About 34 million people are infected with HIV;
25 million have died from the disease was discovered, and medicine has not
being capable to find a definite cure… or at least it seemed.
Timothy Ray Brown—as known as The Berlin
Patient or the man who once had HIV—is the first case of someone who got cured
from that disease and this is his story.
In 1995, he was tested positive for HIV. Then,
for eleven years he lived struggling with the disease, taking the usual lifetime
pills that allowed him to live an almost normal life. In 2006, he was also
diagnosed with myeloid leukemia and a marrow bone transplant seemed to be the
only option to keep him from death.
After the transplant, there was not be any
leukemia cells, but more important than that, the HIV virus had also disappeared.
How was that possible?
Dr. Gero Huetter, headmaster of the oncology
department at University Hospital of Berlin explained that some people (less
than the 1% of worldwide population) have natural immunity against HIV virus.

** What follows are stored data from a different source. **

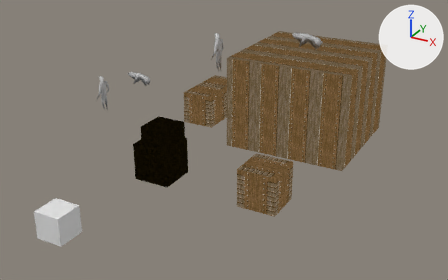
Renders of the Blender file levelwuvmap.blend from each side of a commit.
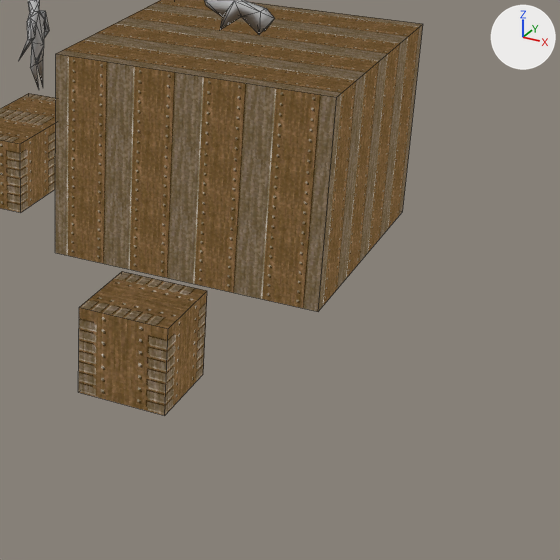
There are two pictures of each version: one whole from a camera (50 mm lens) standing at (11.03, -14.61, 8.48) and looking at (2.32, 1.23, 0.56), one close up on the part from 45% to 100% of the width and 12% to 100% of the height. Lighting does not change. The marker at upper right points along +X, +Y and +Z. The close-ups show mesh edges as thin lines.
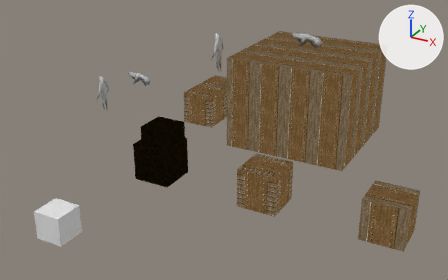
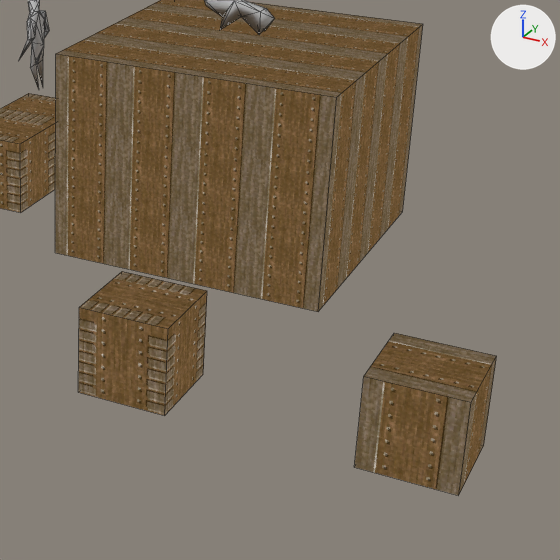
What differs and where, as boxes [x1, y1, x2, y2] in the close-ups (560 x 560 px):
```json
{"object": "Cube2", "change": "added", "after": [354, 333, 497, 496]}
```

Edits to the scene script, one JSON object a line:
```json
{"op": "add", "block": "me_cube2_001", "code": ["me_cube2_001 = bpy.data.meshes.new('Cube2.001')", "me_cube2_001.from_pydata(...)  # a box spanning x 0.0..1.0, y 0.0..1.0, z 0.0..1.0", "me_cube2_001.materials.append(mat_cube2)"]}
{"op": "add", "block": "ob_cube2", "code": ["ob_cube2 = bpy.data.objects.new('Cube2', me_cube2_001)", "ob_cube2.location = (8.0, -3.0, 1.0)"]}
```

Every cell has a protein called CCR5, which allows the virus to attach to the
T-cell, and then infects it. People without that protein are immune, and the
marrow bone which Brown was transplanted had that mutation, so he got cured!
Up to now, there is neither leukemia nor HIV
trace in his organism, which made me wonder: are we in front of a definite cure? Do pharmaceutical
companies willing to investigate a final cure, considering the highest profits
they earn every year selling drugs to keep infected people alive? Will this
cure be available for everybody or just for ones who can pay for it?